Survey: Pandemic Devastates Small Business Workforce
The coronavirus is having a devastating impact on the nation’s small business workforce as one-third of companies have laid off or furloughed workers, and two-thirds have cut hours, according to a new survey.
The Morning Consult/Bipartisan Policy Council survey of 502 small businesses across the U.S. took place April 8-12 and found that 28% of companies had laid off workers, 30% had furloughed them, and 65% reduced their hours.
Among the things the survey examines are the challenges small businesses face from COVID-19, how it affects the workforce, the use of expanded unemployment benefits, and the impact of the Families First Coronavirus Response Act.
A drop in business revenue was a major factor in the decision to lay off (79%) or furlough (82%) employees, respondents said.

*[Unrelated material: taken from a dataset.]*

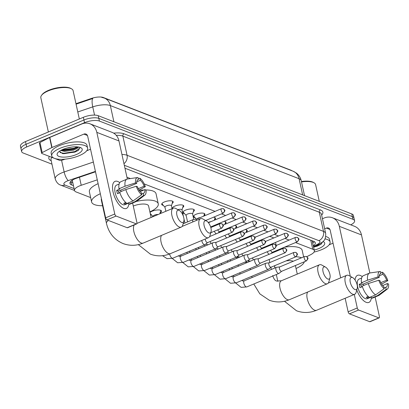 <?xml version="1.0" encoding="UTF-8"?>
<svg xmlns="http://www.w3.org/2000/svg" width="409" height="409" viewBox="0 0 409 409"><rect width="100%" height="100%" fill="white"/><g stroke="black" fill="none" stroke-linecap="round" stroke-linejoin="round"><path stroke-width="0.61" d="M245.226 229.515A5.874 2.045 -12.4 0 1 247.235 230.564A5.874 2.045 -12.4 0 1 246.198 232.128M234.648 225.415A5.874 2.045 -12.4 0 1 236.658 226.463A5.874 2.045 -12.4 0 1 235.62 228.028M224.066 221.315A5.874 2.045 -12.4 0 1 226.08 222.363A5.874 2.045 -12.4 0 1 225.042 223.933M213.488 217.22A5.874 2.045 -12.4 0 1 215.502 218.263A5.874 2.045 -12.4 0 1 214.459 219.832M195.052 217.675A5.874 2.045 -12.4 0 1 193.452 216.688A5.874 2.045 -12.4 0 1 196.131 214.244A5.874 2.045 -12.4 0 1 204.924 214.168A5.874 2.045 -12.4 0 1 203.881 215.732M184.474 213.575A5.874 2.045 -12.4 0 1 182.874 212.588A5.874 2.045 -12.4 0 1 185.553 210.144A5.874 2.045 -12.4 0 1 194.347 210.068A5.874 2.045 -12.4 0 1 193.304 211.632M172.317 208.564A5.874 2.045 -12.4 0 1 172.296 208.488A5.874 2.045 -12.4 0 1 174.975 206.044A5.874 2.045 -12.4 0 1 183.764 205.967A5.874 2.045 -12.4 0 1 182.726 207.532M163.319 205.374A5.874 2.045 -12.4 0 1 161.719 204.393A5.874 2.045 -12.4 0 1 164.398 201.944A5.874 2.045 -12.4 0 1 173.186 201.867A5.874 2.045 -12.4 0 1 172.148 203.437M150.016 212.455A6.247 2.178 -12.4 0 1 152.189 211.182A6.247 2.178 -12.4 0 1 161.54 211.1A6.247 2.178 -12.4 0 1 160.057 213.012M97.27 179.832L81.222 185.277A11.012 3.839 167.6 0 0 79.545 185.911A11.012 3.839 167.6 0 0 74.52 190.492A11.012 3.839 167.6 0 0 76.135 191.964L90.65 197.588M95.415 171.391L68.329 180.584A7.342 2.091 -108.7 0 1 64.147 171.964A14.683 5.118 -12.4 0 0 61.917 172.808A14.683 5.118 -12.4 0 0 55.215 178.922C56.381 182.327 58.247 184.408 60.808 185.17L74.52 190.482L72.306 180.415A11.012 3.839 -12.4 0 1 72.275 180.216M292.092 170.834A9.908 3.456 167.6 0 0 291.131 170.282L103.365 97.526A9.908 3.456 167.6 0 0 91.493 98.411L75.962 103.681M306.781 256.704L310.85 254.587A11.012 3.839 167.6 0 0 314.373 250.702A11.012 3.839 167.6 0 0 312.757 249.229L295.533 242.557M289.122 240.073L284.955 238.457M278.544 235.973L274.378 234.357M267.967 231.872L263.8 230.257M257.389 227.777L253.222 226.162M246.811 223.677L242.639 222.061M236.233 219.577L232.061 217.961M225.65 215.477L221.484 213.861M215.073 211.376L144.219 183.922M130.41 178.569L126.943 177.23M215.369 225.63A5.874 2.045 -12.4 0 1 214.776 225.216M225.947 229.725A5.874 2.045 -12.4 0 1 225.354 229.316M236.525 233.825A5.874 2.045 -12.4 0 1 235.932 233.416M151.488 214.899A6.247 2.178 -12.4 0 1 150.512 214.705M51.969 164.162L23.247 153.032A11.012 3.839 -12.4 0 1 21.631 151.56A11.012 3.839 -12.4 0 1 26.657 146.974L84.53 122.68A11.012 3.839 -12.4 0 1 99.397 121.064L352.977 219.326L352.389 216.642A11.012 3.839 -12.4 0 1 354.005 218.109A11.012 3.839 -12.4 0 0 352.389 216.642L98.809 118.375L352.389 216.642L351.796 213.953A11.012 3.839 -12.4 0 1 353.412 215.425L354.593 220.799A11.012 3.839 -12.4 0 1 350.743 224.848M84.53 122.68L83.942 119.995A11.012 3.839 -12.4 0 1 98.809 118.375A11.012 3.839 -12.4 0 0 83.942 119.995L26.069 144.285L83.942 119.995L83.349 117.306A11.012 3.839 -12.4 0 1 98.216 115.691L351.796 213.953M21.631 151.56L21.043 148.871A11.012 3.839 -12.4 0 1 26.069 144.285A11.012 3.839 -12.4 0 0 21.043 148.871L20.45 146.182A11.012 3.839 -12.4 0 1 25.476 141.601L83.349 117.306M113.901 121.77L110.338 105.573A12.848 10.66 -68.8 0 0 104.321 98.073L293.074 171.213A12.848 10.66 111.2 0 1 299.091 178.718L110.338 105.573A14.683 5.118 167.6 0 0 92.751 106.887A12.848 3.661 -108.7 0 1 92.782 98.477L76.069 104.167M95.507 171.8L76.621 178.206A11.012 3.839 167.6 0 0 74.944 178.84A11.012 3.839 167.6 0 0 69.924 183.426A11.012 3.839 167.6 0 0 71.539 184.899L73.456 185.64M72.863 182.951L70.946 182.209A11.012 3.839 -12.4 0 1 70.343 181.923M352.977 219.326A11.012 3.839 -12.4 0 1 354.593 220.799M313.299 245.819A11.012 3.839 167.6 0 0 315.324 242.834A11.012 3.839 167.6 0 0 313.708 241.361L124.965 168.222M314.311 241.647A11.012 3.839 -12.4 0 1 312.711 243.13M123.656 208.345A14.683 6.396 -112.8 0 1 118.85 204.362A14.683 6.396 -112.8 0 1 112.659 189.607A14.683 6.396 -112.8 0 1 117.746 181.468A14.683 6.396 -112.8 0 1 119.76 182.644A14.683 6.396 -112.8 0 0 117.746 181.468A14.683 6.396 -112.8 0 0 115.016 181.371A14.683 6.396 -112.8 0 0 113.794 194.658A14.683 6.396 -112.8 0 0 123.656 208.345A14.683 6.396 -112.8 0 0 128.84 203.743A14.683 6.396 -112.8 0 1 126.381 208.447A14.683 6.396 -112.8 0 1 123.656 208.345M65.138 159.152L61.928 160.241A1.835 0.639 167.6 0 1 59.729 160.405L41.871 153.487A1.835 0.639 167.6 0 1 41.606 153.242L39.387 143.16A1.835 0.639 -12.4 0 1 39.975 142.511L49.576 137.521A1.835 0.639 -12.4 0 1 49.826 137.404L81.677 124.034A14.683 12.183 111.2 0 1 89.934 123.784A14.683 12.183 111.2 0 1 96.815 132.358L114.765 213.999A1.835 0.798 67.2 0 0 116.09 216.049L106.953 219.884A1.835 0.798 -112.8 0 1 105.629 217.833L87.679 136.192A3.671 3.047 -68.8 0 0 85.956 134.05A3.671 3.047 -68.8 0 0 83.891 134.111L52.045 147.48A1.835 0.639 167.6 0 0 51.795 147.598L42.193 152.593A1.835 0.639 167.6 0 0 41.606 153.242M89.934 123.784L112.086 132.368A14.683 12.183 111.2 0 1 118.968 140.941L127.337 179.019M136.33 223.892A1.835 0.798 67.2 0 0 136.672 223.907L127.531 227.741A1.835 0.798 -112.8 0 1 127.194 227.731L136.33 223.892L116.09 216.049M136.672 223.907A1.835 0.798 67.2 0 0 136.918 222.583L132.618 203.038M127.194 227.731L106.953 219.884M90.537 149.203L86.652 150.834M141.734 194.674L141.279 192.603A7.342 3.2 -112.8 0 1 137.475 186.714L136.299 186.259A9.54 4.156 -112.8 0 0 141.734 194.674L133.119 200.896L127.03 203.452A12.112 5.276 -112.8 0 1 119.714 192.128L125.808 189.571L136.299 186.259M136.739 183.355L135.563 182.9A9.54 4.156 -112.8 0 1 137.567 177.547A9.54 4.156 -112.8 0 1 137.966 177.526L138.421 179.592A7.342 3.2 -112.8 0 0 137.961 179.699A7.342 3.2 -112.8 0 0 136.739 183.355L118.462 191.029A7.342 3.2 67.2 0 0 118.82 193.13M138.421 179.592L137.567 179.95M140.175 191.55L144.873 189.582L146.044 190.037A9.54 4.156 -112.8 0 1 144.909 195.032L136.872 201.172A12.112 5.276 -112.8 0 1 136.355 201.473L130.261 204.03A12.112 5.276 -112.8 0 1 128.937 204.193L128.641 202.828L125.594 204.106A10.644 4.637 -112.8 0 1 124.668 203.887A10.644 4.637 -112.8 0 1 123.682 203.37L125.762 202.496M128.697 203.094L124.822 204.72A10.644 4.637 -112.8 0 1 122.843 204.653A10.644 4.637 -112.8 0 1 115.696 194.73A10.644 4.637 -112.8 0 1 116.58 185.093L119.131 184.024M135.563 182.9L125.067 186.213L118.978 188.769L119.75 189.07L116.703 190.349A10.644 4.637 -112.8 0 0 117.444 193.708L119.883 192.68M118.978 188.769A12.112 5.276 -112.8 0 1 120.885 181.693L126.979 179.137A12.112 5.276 -112.8 0 1 127.557 178.978L137.567 177.547M125.067 186.213A12.112 5.276 -112.8 0 1 126.979 179.137M136.355 201.473A12.112 5.276 -112.8 0 1 135.031 201.632L143.641 195.41L143.191 193.345L141.591 194.014M128.937 204.193L135.031 201.632M136.759 181.831L140.328 180.333L139.873 178.268L138.181 178.518M139.873 178.268A9.54 4.156 -112.8 0 1 145.307 186.678L144.132 186.223L138.298 188.672M139.126 190.139L145.307 186.678M144.909 195.032A9.54 4.156 -112.8 0 1 143.641 195.41M140.328 180.333A7.342 3.2 -112.8 0 1 144.132 186.223M144.873 189.582A7.342 3.2 -112.8 0 1 143.646 193.237A7.342 3.2 -112.8 0 1 143.191 193.345M133.119 200.896A12.112 5.276 -112.8 0 1 125.808 189.571M120.415 190.211A7.342 3.2 -112.8 0 1 121.345 191.443M125.594 204.106L125.282 202.695M118.462 191.029L116.703 190.349M48.364 131.989L40.834 97.72A16.513 5.757 -12.4 0 1 41.529 95.374L42.066 94.648A15.782 5.501 -12.4 0 1 48.605 90.317A15.782 5.501 -12.4 0 1 70.685 88.359L71.478 88.789A16.513 5.757 -12.4 0 1 73.093 90.624L79.331 118.993M41.529 95.374A16.513 5.757 -12.4 0 1 48.369 90.844A16.513 5.757 -12.4 0 1 71.478 88.789M79.213 155.66A18.349 6.396 -12.4 0 1 51.744 155.901A18.349 6.396 -12.4 0 1 60.118 148.262A18.349 6.396 -12.4 0 1 87.592 148.022A18.349 6.396 -12.4 0 1 79.213 155.66M51.744 155.901L51.156 153.211A18.349 6.396 -12.4 0 1 59.53 145.573A18.349 6.396 -12.4 0 1 86.999 145.333L87.592 148.022M78.702 147.046L77.148 148.344A9.177 3.2 -12.4 0 0 77.915 146.923M62.986 149.372A12.848 4.479 -12.4 0 1 80.956 147.772A12.848 4.479 -12.4 0 1 76.35 154.551A12.848 4.479 -12.4 0 1 61.974 157.056A12.848 4.479 -12.4 0 1 57.664 152.894A12.848 4.479 -12.4 0 1 62.986 149.372M59.366 151.315L62.679 153.6L74.801 152.153L78.508 150.318L79.929 147.409M61.493 150.057L64.341 150.573L73.446 149.29L76.611 147.777L77.546 146.882M60.731 150.461L64.53 151.417L73.63 150.134L77.148 148.344M67.03 147.997L72.219 146.995M62.066 150.231L74.249 148.641L77.163 147.327M62.326 153.528L63.942 153.682L74.99 152L78.589 150.261M61.989 149.812L74.157 148.222L77.173 146.851M60.051 152.557L63.845 153.263L74.898 151.581L80.138 147.853M181.652 222.399A6.605 2.878 67.2 0 0 183.846 221.141A6.605 2.878 67.2 0 0 182.976 215.236A6.605 2.878 67.2 0 0 179.367 210.482A6.605 2.878 67.2 0 0 178.994 210.303A6.605 2.878 67.2 0 0 176.882 215.016A6.605 2.878 67.2 0 0 181.652 222.399M183.846 221.141L182.757 225.083A10.276 4.479 -112.8 0 1 181.253 227.102A10.276 4.479 -112.8 0 1 179.341 227.036A10.276 4.479 -112.8 0 1 172.445 217.455A10.276 4.479 -112.8 0 1 173.298 208.155A10.276 4.479 -112.8 0 1 175.205 208.222A10.276 4.479 -112.8 0 1 175.793 208.498L179.367 210.482M101.442 198.8A10.276 3.584 167.6 0 0 101.284 199.812L106.452 223.329C108.768 233.079 114.316 239.822 123.099 243.57C129.74 246.019 136.432 245.86 143.176 243.089L181.253 227.102M102.582 205.727A20.184 7.035 -12.4 0 1 91.606 201.944A20.184 7.035 -12.4 0 1 100.333 193.743M91.606 201.944L89.392 191.862A20.184 7.035 -12.4 0 1 98.114 183.667M208.881 232.951A6.605 2.878 67.2 0 0 211.075 231.693A6.605 2.878 67.2 0 0 210.206 225.788A6.605 2.878 67.2 0 0 206.596 221.034A6.605 2.878 67.2 0 0 206.223 220.855A6.605 2.878 67.2 0 0 204.111 225.569A6.605 2.878 67.2 0 0 208.881 232.951M211.075 231.693L209.986 235.635A10.276 4.479 -112.8 0 1 208.483 237.655A10.276 4.479 -112.8 0 1 206.576 237.588A10.276 4.479 -112.8 0 1 199.674 228.007A10.276 4.479 -112.8 0 1 200.528 218.708A10.276 4.479 -112.8 0 1 202.435 218.774A10.276 4.479 -112.8 0 1 203.022 219.05L206.596 221.034M151.12 217.465L148.585 205.952A10.276 3.584 167.6 0 0 133.283 206.054M136.488 201.407A20.184 7.035 -12.4 0 1 158.268 203.825A20.184 7.035 -12.4 0 1 149.888 211.867M139.3 190.405A20.184 7.035 -12.4 0 1 143.902 189.991M145.834 189.955A20.184 7.035 -12.4 0 1 156.049 193.743L158.268 203.825M327.803 279.03A6.605 2.878 67.2 0 0 329.997 277.777A6.605 2.878 67.2 0 0 329.127 271.873A6.605 2.878 67.2 0 0 325.523 267.118A6.605 2.878 67.2 0 0 325.145 266.939A6.605 2.878 67.2 0 0 323.038 271.653A6.605 2.878 67.2 0 0 327.803 279.03M329.997 277.777L328.908 281.714A10.276 4.479 -112.8 0 1 327.404 283.739A10.276 4.479 -112.8 0 1 325.498 283.672A10.276 4.479 -112.8 0 1 318.596 274.091A10.276 4.479 -112.8 0 1 319.449 264.787A10.276 4.479 -112.8 0 1 321.362 264.858A10.276 4.479 -112.8 0 1 321.944 265.134L325.523 267.118M247.557 262.358A20.184 7.035 -12.4 0 1 244.71 262.179M237.701 257.956A20.184 7.035 -12.4 0 1 238.038 256.647M266.709 246.116A20.184 7.035 -12.4 0 1 268.207 246.146M277.236 250.236A20.184 7.035 -12.4 0 1 277.205 250.911M254.7 237.087A20.184 7.035 -12.4 0 1 256.233 236.801M269.434 236.433A20.184 7.035 -12.4 0 1 273.682 238.018M355.032 289.582A6.605 2.878 67.2 0 0 357.226 288.33A6.605 2.878 67.2 0 0 356.357 282.425A6.605 2.878 67.2 0 0 352.752 277.665A6.605 2.878 67.2 0 0 352.374 277.491A6.605 2.878 67.2 0 0 350.268 282.205A6.605 2.878 67.2 0 0 355.032 289.582M357.226 288.33L356.137 292.266A10.276 4.479 -112.8 0 1 354.634 294.291A10.276 4.479 -112.8 0 1 352.727 294.224A10.276 4.479 -112.8 0 1 345.825 284.644A10.276 4.479 -112.8 0 1 346.679 275.339A10.276 4.479 -112.8 0 1 348.591 275.405A10.276 4.479 -112.8 0 1 349.174 275.686L352.752 277.665M275.134 265.492A10.276 3.584 167.6 0 0 274.664 267L274.879 267.972M293.289 261.239A10.276 3.584 167.6 0 0 286.055 260.911M295.998 256.729A20.184 7.035 -12.4 0 1 301.515 257.782M304.368 261.76A20.184 7.035 -12.4 0 1 296.039 268.498M284.531 247.174A20.184 7.035 -12.4 0 1 302.2 250.38L303.631 256.893M158.191 214.495A3.303 1.15 167.6 0 0 154.459 215.134A3.303 1.15 167.6 0 0 152.951 216.509L152.986 216.678M201.78 240.472A3.303 1.437 67.2 0 0 201.877 241.029A3.303 1.437 67.2 0 0 204.26 244.72A3.303 1.437 67.2 0 0 204.873 244.74A3.303 1.437 67.2 0 0 205.021 244.654L207.624 242.593M205.318 238.984A2.388 1.038 67.2 0 0 205.4 239.94A2.388 1.038 67.2 0 0 207.123 242.603A2.388 1.038 67.2 0 0 207.562 242.619A2.388 1.038 67.2 0 0 207.675 242.552M159.827 213.81L160.65 210.957A5.506 1.917 167.6 0 0 160.671 210.589A5.506 1.917 167.6 0 0 160.446 210.2M216.356 242.292L213.063 242.706A3.303 1.437 67.2 0 0 212.895 242.752A3.303 1.437 67.2 0 0 212.455 245.129A3.303 1.437 67.2 0 0 214.837 248.82A3.303 1.437 67.2 0 0 215.451 248.841A3.303 1.437 67.2 0 0 215.604 248.754L218.202 246.693M216.417 242.286A2.388 1.038 67.2 0 0 216.295 242.317A2.388 1.038 67.2 0 0 215.978 244.035A2.388 1.038 67.2 0 0 217.7 246.704A2.388 1.038 67.2 0 0 218.14 246.719A2.388 1.038 67.2 0 0 218.253 246.653M226.934 246.392L223.641 246.806A3.303 1.437 67.2 0 0 223.472 246.852A3.303 1.437 67.2 0 0 223.033 249.229A3.303 1.437 67.2 0 0 225.415 252.92A3.303 1.437 67.2 0 0 226.029 252.941A3.303 1.437 67.2 0 0 226.182 252.849L228.779 250.794M226.995 246.387A2.388 1.038 67.2 0 0 226.872 246.417A2.388 1.038 67.2 0 0 226.555 248.135A2.388 1.038 67.2 0 0 228.278 250.799A2.388 1.038 67.2 0 0 228.723 250.814A2.388 1.038 67.2 0 0 228.83 250.753M237.511 250.492L234.224 250.906A3.303 1.437 67.2 0 0 234.05 250.947A3.303 1.437 67.2 0 0 233.611 253.329A3.303 1.437 67.2 0 0 235.993 257.021A3.303 1.437 67.2 0 0 236.607 257.041A3.303 1.437 67.2 0 0 236.76 256.949L239.357 254.889M237.578 250.482A2.388 1.038 67.2 0 0 237.455 250.518A2.388 1.038 67.2 0 0 237.133 252.235A2.388 1.038 67.2 0 0 238.856 254.899A2.388 1.038 67.2 0 0 239.301 254.914A2.388 1.038 67.2 0 0 239.408 254.853M248.089 254.592L244.802 255.001A3.303 1.437 67.2 0 0 244.628 255.047A3.303 1.437 67.2 0 0 244.188 257.43A3.303 1.437 67.2 0 0 246.576 261.116A3.303 1.437 67.2 0 0 247.189 261.141A3.303 1.437 67.2 0 0 247.338 261.049L249.935 258.989M248.156 254.582A2.388 1.038 67.2 0 0 248.033 254.618A2.388 1.038 67.2 0 0 247.716 256.336A2.388 1.038 67.2 0 0 249.434 258.999A2.388 1.038 67.2 0 0 249.879 259.015A2.388 1.038 67.2 0 0 249.986 258.948M258.667 258.692L255.38 259.101A3.303 1.437 67.2 0 0 255.211 259.148A3.303 1.437 67.2 0 0 254.766 261.525A3.303 1.437 67.2 0 0 257.154 265.216A3.303 1.437 67.2 0 0 257.767 265.236A3.303 1.437 67.2 0 0 257.915 265.15L260.513 263.089M258.733 258.682A2.388 1.038 67.2 0 0 258.611 258.713A2.388 1.038 67.2 0 0 258.294 260.436A2.388 1.038 67.2 0 0 260.012 263.099A2.388 1.038 67.2 0 0 260.456 263.115A2.388 1.038 67.2 0 0 260.564 263.048M269.245 262.788L265.957 263.202A3.303 1.437 67.2 0 0 265.789 263.248A3.303 1.437 67.2 0 0 265.349 265.625A3.303 1.437 67.2 0 0 267.731 269.316A3.303 1.437 67.2 0 0 268.345 269.337A3.303 1.437 67.2 0 0 268.493 269.25L271.095 267.189M269.311 262.782A2.388 1.038 67.2 0 0 269.188 262.813A2.388 1.038 67.2 0 0 268.871 264.531A2.388 1.038 67.2 0 0 270.594 267.2A2.388 1.038 67.2 0 0 271.034 267.215A2.388 1.038 67.2 0 0 271.147 267.149M279.828 266.888L276.535 267.302A3.303 1.437 67.2 0 0 276.366 267.348A3.303 1.437 67.2 0 0 275.927 269.725A3.303 1.437 67.2 0 0 278.309 273.416A3.303 1.437 67.2 0 0 278.923 273.437A3.303 1.437 67.2 0 0 279.076 273.345L281.673 271.29M279.889 266.883A2.388 1.038 67.2 0 0 279.766 266.913A2.388 1.038 67.2 0 0 279.449 268.631A2.388 1.038 67.2 0 0 281.172 271.295A2.388 1.038 67.2 0 0 281.612 271.31A2.388 1.038 67.2 0 0 281.724 271.249M161.928 203.641L161.923 203.616A5.506 1.917 167.6 0 0 161.928 203.641A5.506 1.917 167.6 0 0 162.097 203.968L164.985 207.302M172.051 208.677L171.417 205.778A3.303 1.15 167.6 0 0 166.473 205.824A3.303 1.15 167.6 0 0 164.965 207.199L165.86 211.274M196.734 219.076L193.442 219.49A3.303 1.437 67.2 0 0 193.273 219.536A3.303 1.437 67.2 0 0 192.833 221.913A3.303 1.437 67.2 0 0 192.838 221.934M196.801 219.071A2.388 1.038 67.2 0 0 196.673 219.101A2.388 1.038 67.2 0 0 196.3 220.482M171.437 205.885L172.664 201.642A5.506 1.917 167.6 0 0 172.68 201.274A5.506 1.917 167.6 0 0 172.675 201.248L172.68 201.274M172.506 207.736L172.501 207.716A5.506 1.917 167.6 0 0 172.506 207.736A5.506 1.917 167.6 0 0 172.675 208.069L172.9 208.324M182.02 209.986L183.242 205.742A5.506 1.917 167.6 0 0 183.258 205.374A5.506 1.917 167.6 0 0 183.252 205.349L183.258 205.374M183.477 216.612L181.995 209.878A3.303 1.15 167.6 0 0 177.849 209.638M183.084 211.836L183.079 211.816A5.506 1.917 167.6 0 0 183.084 211.836A5.506 1.917 167.6 0 0 183.252 212.164L186.146 215.502M193.774 219.449L192.573 213.979A3.303 1.15 167.6 0 0 187.629 214.019A3.303 1.15 167.6 0 0 186.121 215.395L187.557 221.934M217.757 229.802A2.388 1.038 67.2 0 0 219.234 231.683A2.388 1.038 67.2 0 0 219.679 231.698A2.388 1.038 67.2 0 0 219.786 231.632M192.598 214.086L193.82 209.843A5.506 1.917 167.6 0 0 193.84 209.474A5.506 1.917 167.6 0 0 193.83 209.449L193.84 209.474M214.342 231.233A3.303 1.437 67.2 0 0 216.305 233.774M193.661 215.937L193.656 215.911A5.506 1.917 167.6 0 0 193.661 215.937A5.506 1.917 167.6 0 0 193.835 216.264L196.315 219.132M200.42 217.532A3.303 1.15 167.6 0 0 198.207 218.12A3.303 1.15 167.6 0 0 196.831 219.035M228.334 233.897A2.388 1.038 67.2 0 0 229.812 235.783A2.388 1.038 67.2 0 0 230.257 235.799A2.388 1.038 67.2 0 0 230.369 235.732M203.769 216.126L204.398 213.943A5.506 1.917 167.6 0 0 204.418 213.575A5.506 1.917 167.6 0 0 204.413 213.549L204.418 213.575M224.919 235.333A3.303 1.437 67.2 0 0 226.888 237.874M210.998 221.627A3.303 1.15 167.6 0 0 208.784 222.22A3.303 1.15 167.6 0 0 208.242 222.481M238.912 237.997A2.388 1.038 67.2 0 0 240.395 239.884A2.388 1.038 67.2 0 0 240.835 239.899A2.388 1.038 67.2 0 0 240.947 239.832M214.347 220.221L214.976 218.043A5.506 1.917 167.6 0 0 214.996 217.67A5.506 1.917 167.6 0 0 214.991 217.649L214.996 217.67M235.497 239.434A3.303 1.437 67.2 0 0 237.465 241.97M249.49 242.097A2.388 1.038 67.2 0 0 250.973 243.979A2.388 1.038 67.2 0 0 251.412 243.999A2.388 1.038 67.2 0 0 251.525 243.933M224.924 224.321L225.558 222.138A5.506 1.917 167.6 0 0 225.574 221.77A5.506 1.917 167.6 0 0 225.569 221.744L225.574 221.77M246.075 243.529A3.303 1.437 67.2 0 0 248.043 246.07M260.068 246.198A2.388 1.038 67.2 0 0 261.55 248.079A2.388 1.038 67.2 0 0 261.995 248.094A2.388 1.038 67.2 0 0 262.103 248.033M235.507 228.421L236.136 226.238A5.506 1.917 167.6 0 0 236.151 225.87A5.506 1.917 167.6 0 0 236.146 225.845L236.151 225.87M256.653 247.629A3.303 1.437 67.2 0 0 258.621 250.17M270.651 250.298A2.388 1.038 67.2 0 0 272.128 252.179A2.388 1.038 67.2 0 0 272.573 252.195A2.388 1.038 67.2 0 0 272.68 252.128M246.085 232.522L246.714 230.339A5.506 1.917 167.6 0 0 246.729 229.97A5.506 1.917 167.6 0 0 246.724 229.945L246.729 229.97M267.235 251.729A3.303 1.437 67.2 0 0 269.199 254.27M366.157 302.317A14.683 6.396 -112.8 0 1 361.357 298.335A14.683 6.396 -112.8 0 1 356.766 289.986A14.683 6.396 -112.8 0 0 366.157 302.317A14.683 6.396 -112.8 0 0 371.341 297.711A14.683 6.396 -112.8 0 1 368.887 302.415A14.683 6.396 -112.8 0 1 366.157 302.317M355.068 280.012A14.683 6.396 -112.8 0 1 360.252 275.441A14.683 6.396 -112.8 0 1 362.262 276.612A14.683 6.396 -112.8 0 0 360.252 275.441A14.683 6.396 -112.8 0 0 357.522 275.344A14.683 6.396 -112.8 0 0 355.068 280.012M322.445 218.733L324.184 218.007A14.683 12.183 111.2 0 1 332.44 217.757A14.683 12.183 111.2 0 1 339.322 226.33L350.309 276.315M332.44 217.757L354.593 226.341A14.683 12.183 111.2 0 1 361.469 234.914L369.843 272.992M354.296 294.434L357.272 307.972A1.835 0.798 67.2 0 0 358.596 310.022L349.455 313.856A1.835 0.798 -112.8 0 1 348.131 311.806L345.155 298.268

Businesses with two to 49 employees on average laid off 63% of their workforce while larger companies with 50 to 500 employees laid off 54% on average.
Other findings:
- Furloughs were on average 50% of the workforce
- 23% of the companies that laid workers off let 91%-100% of their workforce go
- 61% of companies that furloughed workers maintained their healthcare benefits
Revenue Declines
Over half of small business executives (59%) say the decline in revenue is the biggest challenge their business has faced during the pandemic while 29% said it’s the second-biggest challenge.
And three-quarters (74%) are concerned about employees who have children at home because of school or child care closures due to COVID-19.
Most businesses have some or all employees working remotely, with 45% having all work remotely, 36% with a combination, and 20% with all employees reporting to the workplace.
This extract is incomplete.